*What to work on*
Without any pictures, copy the records below once more, exactly as they are.

(Collected data)

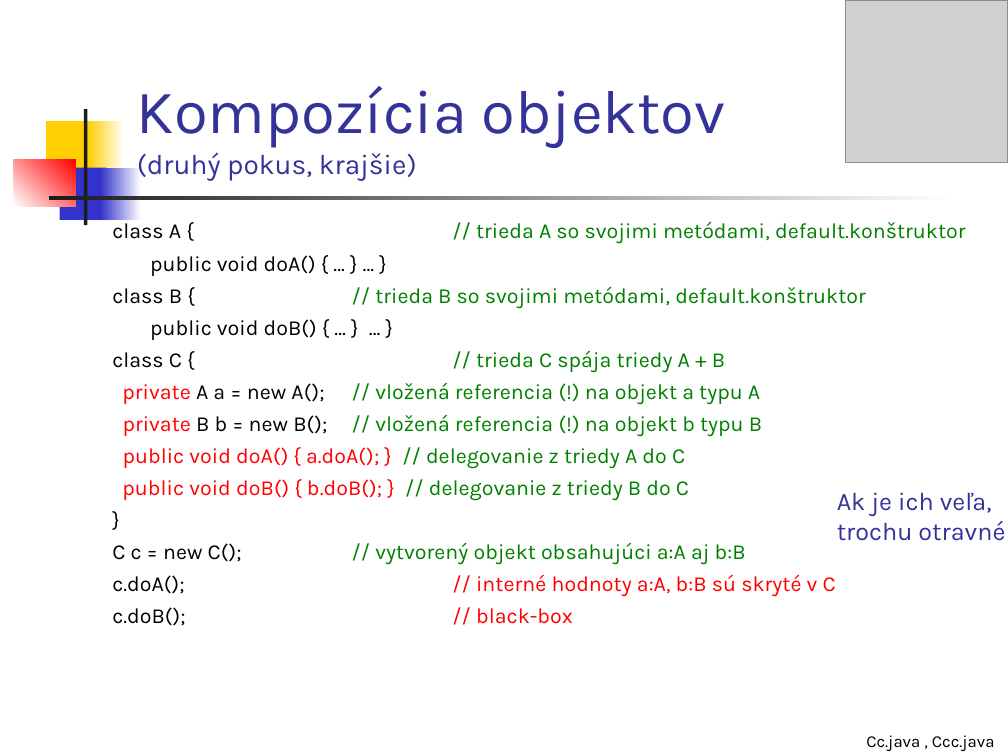
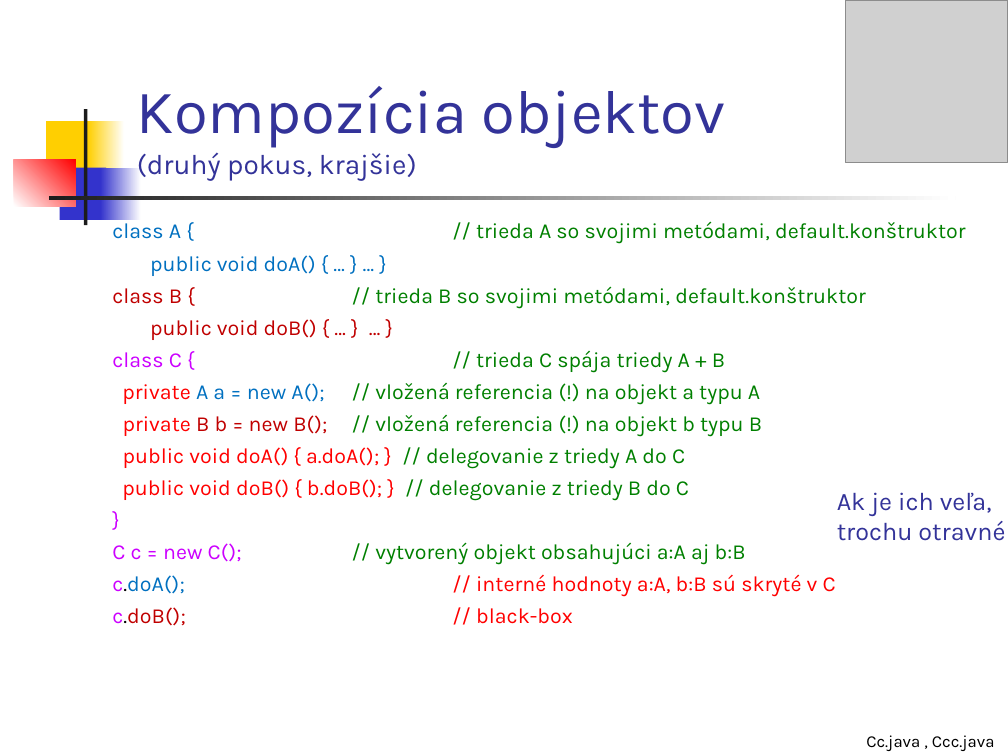
Before and after one commit to Programovanie4/Prednasky, a slide deck: slide 15 of 04/04_java.ppt (slide 11 before the commit). Drawn at 1008x756 pixels with LibreOffice and Linux fonts; fonts in the diff are those of the drawing; grey boxes stand for pictures. Boxes give left, top, right and bottom in pixels: in the first picture for what was removed or moved away, otherwise in the second. Text is boxed around its words. In the diff, an @@ line names an element or a change of style, - is before the commit and + after.

```diff
--- a/04/04_java.ppt
+++ b/04/04_java.ppt
@@ text at box(112, 219, 966, 626): text colour #000000 to #0070C0 in "class A {", "public void doA() { … } … ...", "A a = new A();", "c.doA();"; text colour #000000 to #C00000 in "class B {", "public void doB() { … } … ...", "B b = new B();", "c.doB();"; text colour #000000 to #CC00FF in "class C {", "}", "C c = new C();", "c.doA();" and 1 more places @@
```
Also in this commit, not shown: 12 other slides changed, 7 slides added, 1 other file.

*Output*
Before and after one commit to Programovanie4/Prednasky, a slide deck: slide 15 of 04/04_java.ppt (slide 11 before the commit). Drawn at 1008x756 pixels with LibreOffice and Linux fonts; fonts in the diff are those of the drawing; grey boxes stand for pictures. Boxes give left, top, right and bottom in pixels: in the first picture for what was removed or moved away, otherwise in the second. Text is boxed around its words. In the diff, an @@ line names an element or a change of style, - is before the commit and + after.

```diff
--- a/04/04_java.ppt
+++ b/04/04_java.ppt
@@ text at box(112, 219, 966, 626): text colour #000000 to #0070C0 in "class A {", "public void doA() { … } … ...", "A a = new A();", "c.doA();"; text colour #000000 to #C00000 in "class B {", "public void doB() { … } … ...", "B b = new B();", "c.doB();"; text colour #000000 to #CC00FF in "class C {", "}", "C c = new C();", "c.doA();" and 1 more places @@
```
Also in this commit, not shown: 12 other slides changed, 7 slides added, 1 other file.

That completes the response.